The brainchild behind plans for a hospice offering care in Boston says she is ‘excited’ by news that it can now take on in-patients for the first time.
Former trust chief executive Sue Wray hailed the news that the Butterfly Hospice will now be able to take on in-patients following a three-year deal with Lincolnshire Community Health Services NHS Trust.
The hospice dream began in 2000 when Mrs Wray, now a county councillor, had her eureka moment sitting at her kitchen table and phoned around to set up the first meeting.
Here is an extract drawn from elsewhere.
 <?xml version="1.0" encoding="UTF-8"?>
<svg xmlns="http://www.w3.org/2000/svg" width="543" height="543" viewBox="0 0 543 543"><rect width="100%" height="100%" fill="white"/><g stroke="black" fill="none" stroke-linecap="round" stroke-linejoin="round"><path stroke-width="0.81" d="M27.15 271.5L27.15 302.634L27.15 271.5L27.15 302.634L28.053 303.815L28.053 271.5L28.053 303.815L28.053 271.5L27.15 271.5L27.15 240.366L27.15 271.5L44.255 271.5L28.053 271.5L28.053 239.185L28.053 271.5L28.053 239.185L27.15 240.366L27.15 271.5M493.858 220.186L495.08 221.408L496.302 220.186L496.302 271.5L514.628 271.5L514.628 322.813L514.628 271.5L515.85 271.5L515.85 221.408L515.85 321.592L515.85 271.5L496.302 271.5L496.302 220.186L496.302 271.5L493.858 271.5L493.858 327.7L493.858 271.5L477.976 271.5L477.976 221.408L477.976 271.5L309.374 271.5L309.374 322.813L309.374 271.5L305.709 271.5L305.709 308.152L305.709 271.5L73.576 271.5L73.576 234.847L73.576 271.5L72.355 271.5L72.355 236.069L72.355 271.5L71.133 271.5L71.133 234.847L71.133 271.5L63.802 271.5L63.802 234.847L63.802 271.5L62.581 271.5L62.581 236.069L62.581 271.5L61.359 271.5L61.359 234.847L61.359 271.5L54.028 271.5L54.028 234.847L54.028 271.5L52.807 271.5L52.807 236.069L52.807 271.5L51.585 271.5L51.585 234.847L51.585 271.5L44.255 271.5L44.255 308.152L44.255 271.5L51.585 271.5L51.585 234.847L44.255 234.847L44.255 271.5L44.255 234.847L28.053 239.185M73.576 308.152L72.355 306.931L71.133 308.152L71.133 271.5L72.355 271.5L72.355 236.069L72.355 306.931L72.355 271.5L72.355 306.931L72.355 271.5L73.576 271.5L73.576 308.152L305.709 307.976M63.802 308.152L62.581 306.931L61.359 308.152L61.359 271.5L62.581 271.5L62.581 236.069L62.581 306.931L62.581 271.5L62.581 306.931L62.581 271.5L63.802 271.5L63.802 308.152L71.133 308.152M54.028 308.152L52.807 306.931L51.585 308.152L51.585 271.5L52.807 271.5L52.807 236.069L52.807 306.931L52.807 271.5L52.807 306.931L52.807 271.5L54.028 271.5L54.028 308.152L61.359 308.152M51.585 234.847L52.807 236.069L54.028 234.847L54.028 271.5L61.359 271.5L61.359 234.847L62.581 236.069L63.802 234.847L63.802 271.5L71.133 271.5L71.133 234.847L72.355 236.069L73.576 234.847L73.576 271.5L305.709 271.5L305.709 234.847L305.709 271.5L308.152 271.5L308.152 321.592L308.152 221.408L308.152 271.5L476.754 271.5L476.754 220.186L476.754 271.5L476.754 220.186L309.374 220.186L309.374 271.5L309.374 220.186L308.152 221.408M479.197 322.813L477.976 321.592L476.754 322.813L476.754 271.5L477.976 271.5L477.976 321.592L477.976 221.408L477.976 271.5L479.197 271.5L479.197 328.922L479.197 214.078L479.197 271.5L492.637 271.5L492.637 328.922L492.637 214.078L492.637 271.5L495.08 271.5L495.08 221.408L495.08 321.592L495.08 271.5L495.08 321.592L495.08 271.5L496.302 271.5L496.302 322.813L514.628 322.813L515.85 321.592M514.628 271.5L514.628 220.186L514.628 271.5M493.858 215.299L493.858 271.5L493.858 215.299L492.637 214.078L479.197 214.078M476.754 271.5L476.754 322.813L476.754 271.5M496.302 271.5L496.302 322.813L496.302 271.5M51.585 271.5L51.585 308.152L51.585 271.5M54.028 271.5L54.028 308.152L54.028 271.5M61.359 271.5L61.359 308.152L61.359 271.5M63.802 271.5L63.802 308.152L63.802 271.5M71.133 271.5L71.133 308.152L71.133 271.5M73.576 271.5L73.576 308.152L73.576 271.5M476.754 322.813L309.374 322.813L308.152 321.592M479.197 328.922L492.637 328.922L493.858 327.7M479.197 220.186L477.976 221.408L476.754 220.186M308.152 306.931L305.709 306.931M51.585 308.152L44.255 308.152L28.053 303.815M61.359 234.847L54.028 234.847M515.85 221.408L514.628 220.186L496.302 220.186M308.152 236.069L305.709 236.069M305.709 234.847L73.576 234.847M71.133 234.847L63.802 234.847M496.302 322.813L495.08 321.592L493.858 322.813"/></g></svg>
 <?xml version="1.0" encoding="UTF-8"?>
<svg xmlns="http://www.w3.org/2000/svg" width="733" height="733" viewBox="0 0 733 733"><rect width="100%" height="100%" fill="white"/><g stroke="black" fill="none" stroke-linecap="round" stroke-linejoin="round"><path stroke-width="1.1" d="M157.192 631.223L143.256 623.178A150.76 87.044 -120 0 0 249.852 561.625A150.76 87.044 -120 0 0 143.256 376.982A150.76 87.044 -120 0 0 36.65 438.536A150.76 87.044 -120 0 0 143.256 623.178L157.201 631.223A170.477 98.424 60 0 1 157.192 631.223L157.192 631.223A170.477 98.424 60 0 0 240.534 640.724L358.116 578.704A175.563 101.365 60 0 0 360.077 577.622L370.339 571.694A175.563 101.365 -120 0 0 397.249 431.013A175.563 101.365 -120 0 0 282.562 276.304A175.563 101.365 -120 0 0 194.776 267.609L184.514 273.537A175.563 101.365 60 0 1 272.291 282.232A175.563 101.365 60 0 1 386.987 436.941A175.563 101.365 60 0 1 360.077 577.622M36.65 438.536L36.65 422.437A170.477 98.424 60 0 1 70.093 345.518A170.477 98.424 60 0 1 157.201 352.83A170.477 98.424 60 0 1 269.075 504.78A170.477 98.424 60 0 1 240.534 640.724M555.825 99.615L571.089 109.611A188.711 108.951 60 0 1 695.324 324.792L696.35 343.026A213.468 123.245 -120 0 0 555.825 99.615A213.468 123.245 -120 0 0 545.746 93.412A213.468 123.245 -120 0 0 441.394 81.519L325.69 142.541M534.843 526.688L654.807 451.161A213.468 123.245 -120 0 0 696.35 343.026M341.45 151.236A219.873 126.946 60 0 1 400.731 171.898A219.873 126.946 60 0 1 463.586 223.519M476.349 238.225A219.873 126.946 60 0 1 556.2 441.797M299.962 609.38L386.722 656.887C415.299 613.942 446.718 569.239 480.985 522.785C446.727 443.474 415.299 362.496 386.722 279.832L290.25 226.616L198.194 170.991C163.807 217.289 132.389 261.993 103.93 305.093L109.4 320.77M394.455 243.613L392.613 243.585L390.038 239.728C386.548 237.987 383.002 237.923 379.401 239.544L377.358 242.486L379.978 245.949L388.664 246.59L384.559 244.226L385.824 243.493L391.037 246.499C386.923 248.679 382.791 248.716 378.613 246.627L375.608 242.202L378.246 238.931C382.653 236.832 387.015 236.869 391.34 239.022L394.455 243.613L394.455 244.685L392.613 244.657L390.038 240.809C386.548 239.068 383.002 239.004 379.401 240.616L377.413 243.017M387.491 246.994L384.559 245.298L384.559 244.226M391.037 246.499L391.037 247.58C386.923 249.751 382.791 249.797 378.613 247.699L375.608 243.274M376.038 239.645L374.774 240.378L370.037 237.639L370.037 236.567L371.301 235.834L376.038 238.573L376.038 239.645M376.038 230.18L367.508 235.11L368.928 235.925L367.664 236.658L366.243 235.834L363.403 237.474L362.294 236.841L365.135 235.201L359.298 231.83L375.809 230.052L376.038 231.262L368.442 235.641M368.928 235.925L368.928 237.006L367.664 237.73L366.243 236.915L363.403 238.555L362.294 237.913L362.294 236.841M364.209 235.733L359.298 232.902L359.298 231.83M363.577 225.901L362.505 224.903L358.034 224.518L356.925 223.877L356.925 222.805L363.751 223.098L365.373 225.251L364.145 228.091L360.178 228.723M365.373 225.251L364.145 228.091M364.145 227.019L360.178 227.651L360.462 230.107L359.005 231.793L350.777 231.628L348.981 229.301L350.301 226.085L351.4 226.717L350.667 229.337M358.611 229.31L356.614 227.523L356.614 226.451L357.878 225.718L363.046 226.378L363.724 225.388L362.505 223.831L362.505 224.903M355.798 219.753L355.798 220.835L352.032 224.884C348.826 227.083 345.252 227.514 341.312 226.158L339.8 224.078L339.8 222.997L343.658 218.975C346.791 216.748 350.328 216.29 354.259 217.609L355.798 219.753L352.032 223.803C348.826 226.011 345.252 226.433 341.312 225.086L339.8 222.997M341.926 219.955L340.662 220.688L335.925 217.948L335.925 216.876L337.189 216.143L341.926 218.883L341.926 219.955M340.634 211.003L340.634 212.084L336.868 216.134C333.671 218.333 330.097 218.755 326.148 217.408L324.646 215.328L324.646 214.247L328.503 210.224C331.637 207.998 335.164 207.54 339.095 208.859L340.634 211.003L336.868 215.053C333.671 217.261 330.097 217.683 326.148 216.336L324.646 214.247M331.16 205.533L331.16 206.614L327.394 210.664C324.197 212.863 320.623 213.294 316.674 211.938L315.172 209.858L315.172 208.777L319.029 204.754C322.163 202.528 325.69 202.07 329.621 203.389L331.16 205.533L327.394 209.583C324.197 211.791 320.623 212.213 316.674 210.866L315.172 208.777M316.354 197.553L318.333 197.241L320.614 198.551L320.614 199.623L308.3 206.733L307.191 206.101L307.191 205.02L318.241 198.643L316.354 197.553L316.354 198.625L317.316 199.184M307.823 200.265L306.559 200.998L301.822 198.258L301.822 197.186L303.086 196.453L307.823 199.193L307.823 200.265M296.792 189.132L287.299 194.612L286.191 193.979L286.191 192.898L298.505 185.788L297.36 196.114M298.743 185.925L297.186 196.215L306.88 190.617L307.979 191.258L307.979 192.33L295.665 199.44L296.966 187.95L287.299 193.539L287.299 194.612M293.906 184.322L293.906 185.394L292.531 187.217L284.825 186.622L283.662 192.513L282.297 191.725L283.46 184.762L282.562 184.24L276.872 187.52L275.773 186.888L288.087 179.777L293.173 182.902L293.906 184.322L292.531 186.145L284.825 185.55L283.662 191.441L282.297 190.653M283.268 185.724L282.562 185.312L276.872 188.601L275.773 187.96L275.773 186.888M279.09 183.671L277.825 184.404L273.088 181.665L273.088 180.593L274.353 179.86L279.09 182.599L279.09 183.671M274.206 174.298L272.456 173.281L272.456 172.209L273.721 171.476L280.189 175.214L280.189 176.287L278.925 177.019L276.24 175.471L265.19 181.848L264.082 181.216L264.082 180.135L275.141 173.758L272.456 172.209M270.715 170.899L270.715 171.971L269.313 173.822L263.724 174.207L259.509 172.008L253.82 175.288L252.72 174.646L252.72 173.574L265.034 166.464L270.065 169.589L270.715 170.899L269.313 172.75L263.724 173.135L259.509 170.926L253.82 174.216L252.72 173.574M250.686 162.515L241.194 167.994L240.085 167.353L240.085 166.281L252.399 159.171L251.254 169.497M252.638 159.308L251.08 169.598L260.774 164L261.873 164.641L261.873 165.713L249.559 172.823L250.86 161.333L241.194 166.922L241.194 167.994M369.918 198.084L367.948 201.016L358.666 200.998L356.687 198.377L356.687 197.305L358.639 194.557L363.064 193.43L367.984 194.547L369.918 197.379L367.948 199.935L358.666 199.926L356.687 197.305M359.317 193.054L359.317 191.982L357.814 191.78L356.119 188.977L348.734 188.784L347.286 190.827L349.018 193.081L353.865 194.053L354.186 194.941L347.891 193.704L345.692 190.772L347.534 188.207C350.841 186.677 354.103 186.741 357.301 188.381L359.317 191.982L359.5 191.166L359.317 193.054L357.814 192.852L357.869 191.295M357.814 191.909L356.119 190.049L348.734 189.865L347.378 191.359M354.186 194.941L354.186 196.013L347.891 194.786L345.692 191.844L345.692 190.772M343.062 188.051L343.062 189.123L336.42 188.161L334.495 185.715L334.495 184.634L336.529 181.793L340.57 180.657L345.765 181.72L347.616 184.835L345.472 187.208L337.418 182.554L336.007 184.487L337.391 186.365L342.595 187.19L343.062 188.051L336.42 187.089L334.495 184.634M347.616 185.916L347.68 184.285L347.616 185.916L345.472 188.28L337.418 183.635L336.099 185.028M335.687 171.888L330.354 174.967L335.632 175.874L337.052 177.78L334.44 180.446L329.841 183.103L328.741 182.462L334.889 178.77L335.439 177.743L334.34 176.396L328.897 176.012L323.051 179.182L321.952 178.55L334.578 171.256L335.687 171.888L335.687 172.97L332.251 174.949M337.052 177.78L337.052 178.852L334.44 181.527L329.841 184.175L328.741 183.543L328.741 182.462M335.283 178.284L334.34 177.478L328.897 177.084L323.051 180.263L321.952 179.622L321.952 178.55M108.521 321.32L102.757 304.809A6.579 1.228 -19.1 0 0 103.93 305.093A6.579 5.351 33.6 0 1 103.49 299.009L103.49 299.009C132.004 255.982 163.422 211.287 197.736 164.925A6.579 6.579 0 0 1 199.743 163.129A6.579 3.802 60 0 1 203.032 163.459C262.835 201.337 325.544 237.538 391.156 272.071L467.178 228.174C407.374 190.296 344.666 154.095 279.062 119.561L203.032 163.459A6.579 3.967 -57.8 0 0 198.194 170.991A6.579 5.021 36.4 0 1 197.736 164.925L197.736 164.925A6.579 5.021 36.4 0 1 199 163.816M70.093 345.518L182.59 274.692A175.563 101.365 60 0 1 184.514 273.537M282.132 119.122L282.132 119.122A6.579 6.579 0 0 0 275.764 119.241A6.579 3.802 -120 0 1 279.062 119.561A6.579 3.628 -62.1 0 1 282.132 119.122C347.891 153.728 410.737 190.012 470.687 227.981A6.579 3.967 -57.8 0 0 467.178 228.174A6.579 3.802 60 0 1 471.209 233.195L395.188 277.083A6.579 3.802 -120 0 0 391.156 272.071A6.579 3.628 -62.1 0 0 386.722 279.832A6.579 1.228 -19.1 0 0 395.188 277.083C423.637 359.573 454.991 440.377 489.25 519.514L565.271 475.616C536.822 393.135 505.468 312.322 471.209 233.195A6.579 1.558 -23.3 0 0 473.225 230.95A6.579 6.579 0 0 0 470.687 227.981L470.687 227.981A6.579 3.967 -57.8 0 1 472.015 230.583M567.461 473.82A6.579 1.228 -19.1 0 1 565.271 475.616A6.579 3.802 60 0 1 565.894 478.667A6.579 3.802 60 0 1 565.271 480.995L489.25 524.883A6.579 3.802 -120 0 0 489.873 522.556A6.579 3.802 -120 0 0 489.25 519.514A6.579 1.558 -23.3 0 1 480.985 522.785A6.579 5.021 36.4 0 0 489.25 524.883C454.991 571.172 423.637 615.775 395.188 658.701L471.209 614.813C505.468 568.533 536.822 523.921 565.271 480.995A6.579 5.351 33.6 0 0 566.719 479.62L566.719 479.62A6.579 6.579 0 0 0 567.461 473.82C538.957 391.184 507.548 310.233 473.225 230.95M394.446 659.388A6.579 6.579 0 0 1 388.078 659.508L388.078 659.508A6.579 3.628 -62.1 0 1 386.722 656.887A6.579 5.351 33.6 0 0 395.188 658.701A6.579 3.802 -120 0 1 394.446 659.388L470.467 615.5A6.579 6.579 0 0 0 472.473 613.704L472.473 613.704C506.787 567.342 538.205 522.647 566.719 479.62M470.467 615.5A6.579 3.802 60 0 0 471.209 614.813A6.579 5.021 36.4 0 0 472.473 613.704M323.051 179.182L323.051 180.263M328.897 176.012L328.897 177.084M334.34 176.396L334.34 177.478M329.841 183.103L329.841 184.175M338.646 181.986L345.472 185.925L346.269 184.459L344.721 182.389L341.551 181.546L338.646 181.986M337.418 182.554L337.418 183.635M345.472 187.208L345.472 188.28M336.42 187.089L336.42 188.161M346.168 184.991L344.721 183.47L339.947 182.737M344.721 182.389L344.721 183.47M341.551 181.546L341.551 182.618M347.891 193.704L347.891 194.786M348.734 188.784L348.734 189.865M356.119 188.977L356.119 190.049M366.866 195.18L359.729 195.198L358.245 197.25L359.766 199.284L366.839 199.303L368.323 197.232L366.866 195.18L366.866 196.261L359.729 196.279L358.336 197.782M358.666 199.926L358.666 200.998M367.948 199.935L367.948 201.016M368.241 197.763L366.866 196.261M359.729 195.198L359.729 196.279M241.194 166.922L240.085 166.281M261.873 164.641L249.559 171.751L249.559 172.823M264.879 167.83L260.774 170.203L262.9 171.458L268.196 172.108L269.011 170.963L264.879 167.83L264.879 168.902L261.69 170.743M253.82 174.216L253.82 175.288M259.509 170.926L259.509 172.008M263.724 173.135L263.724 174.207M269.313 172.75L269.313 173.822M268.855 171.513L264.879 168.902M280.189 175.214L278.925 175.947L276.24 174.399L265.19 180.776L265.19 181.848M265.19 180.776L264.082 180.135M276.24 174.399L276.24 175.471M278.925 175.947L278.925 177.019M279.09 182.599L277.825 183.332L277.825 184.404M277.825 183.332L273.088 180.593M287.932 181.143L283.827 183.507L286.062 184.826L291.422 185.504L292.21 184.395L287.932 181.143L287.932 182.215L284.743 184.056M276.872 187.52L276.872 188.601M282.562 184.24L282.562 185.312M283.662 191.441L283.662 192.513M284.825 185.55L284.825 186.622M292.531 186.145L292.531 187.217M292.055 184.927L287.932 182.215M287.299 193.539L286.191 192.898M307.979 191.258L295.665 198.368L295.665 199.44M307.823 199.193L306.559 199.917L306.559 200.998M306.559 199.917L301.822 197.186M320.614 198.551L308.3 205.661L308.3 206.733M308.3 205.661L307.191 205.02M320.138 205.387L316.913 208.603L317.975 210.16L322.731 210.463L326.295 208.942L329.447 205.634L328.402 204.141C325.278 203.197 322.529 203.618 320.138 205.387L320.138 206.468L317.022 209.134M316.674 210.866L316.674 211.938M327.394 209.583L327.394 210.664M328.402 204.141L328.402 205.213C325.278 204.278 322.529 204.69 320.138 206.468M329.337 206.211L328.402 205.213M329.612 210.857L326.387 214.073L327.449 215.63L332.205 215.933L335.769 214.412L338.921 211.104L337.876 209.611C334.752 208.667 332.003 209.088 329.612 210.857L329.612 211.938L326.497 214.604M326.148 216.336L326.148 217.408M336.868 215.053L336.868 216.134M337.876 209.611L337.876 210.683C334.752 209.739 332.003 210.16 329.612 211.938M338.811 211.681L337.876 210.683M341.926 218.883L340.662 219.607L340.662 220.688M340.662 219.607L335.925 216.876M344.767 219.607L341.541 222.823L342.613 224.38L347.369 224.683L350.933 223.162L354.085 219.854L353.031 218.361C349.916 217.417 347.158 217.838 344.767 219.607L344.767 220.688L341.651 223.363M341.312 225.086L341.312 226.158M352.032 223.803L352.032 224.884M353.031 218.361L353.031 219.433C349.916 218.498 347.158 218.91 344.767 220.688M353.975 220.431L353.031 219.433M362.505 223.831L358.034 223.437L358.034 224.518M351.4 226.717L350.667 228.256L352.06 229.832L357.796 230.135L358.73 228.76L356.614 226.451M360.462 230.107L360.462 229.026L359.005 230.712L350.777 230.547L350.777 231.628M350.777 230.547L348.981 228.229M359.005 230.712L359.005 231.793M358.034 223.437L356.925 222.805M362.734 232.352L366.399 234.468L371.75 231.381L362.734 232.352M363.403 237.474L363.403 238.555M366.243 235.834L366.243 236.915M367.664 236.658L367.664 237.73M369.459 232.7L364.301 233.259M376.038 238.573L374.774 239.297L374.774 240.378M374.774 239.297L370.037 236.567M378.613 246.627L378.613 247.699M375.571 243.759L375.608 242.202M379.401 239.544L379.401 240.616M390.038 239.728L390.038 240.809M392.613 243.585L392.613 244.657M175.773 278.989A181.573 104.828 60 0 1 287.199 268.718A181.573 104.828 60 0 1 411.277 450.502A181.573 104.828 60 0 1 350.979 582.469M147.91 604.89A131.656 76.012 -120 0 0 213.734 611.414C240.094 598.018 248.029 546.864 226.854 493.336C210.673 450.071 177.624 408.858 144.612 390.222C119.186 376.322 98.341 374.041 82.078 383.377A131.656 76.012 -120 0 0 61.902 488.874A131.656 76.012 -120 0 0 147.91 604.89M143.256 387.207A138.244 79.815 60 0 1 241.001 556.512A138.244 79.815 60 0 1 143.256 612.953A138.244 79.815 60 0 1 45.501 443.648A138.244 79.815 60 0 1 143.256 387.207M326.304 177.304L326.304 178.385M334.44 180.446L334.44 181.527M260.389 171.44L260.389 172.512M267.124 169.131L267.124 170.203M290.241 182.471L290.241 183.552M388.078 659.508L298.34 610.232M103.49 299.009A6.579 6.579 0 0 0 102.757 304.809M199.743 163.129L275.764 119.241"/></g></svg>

She said: “I’m really, really excited. When I first organised that meeting in Boston, although I had a vision of what I wanted to see I never imagined it was going to take quite so long. I first started with just an idea and a vision on the kitchen table. I phone round and said I think if the community et behind this it could work.
“At that stage I and no-one else had any idea what we were letting ourselves in for. If we had I think we would still have continued.”
“It’s absolutely brilliant but the credit has to go to the community because without the fundraisers and their support it would never have happened.
“It’s a community effort through and through, and now the community are going to get the beds they deserve.”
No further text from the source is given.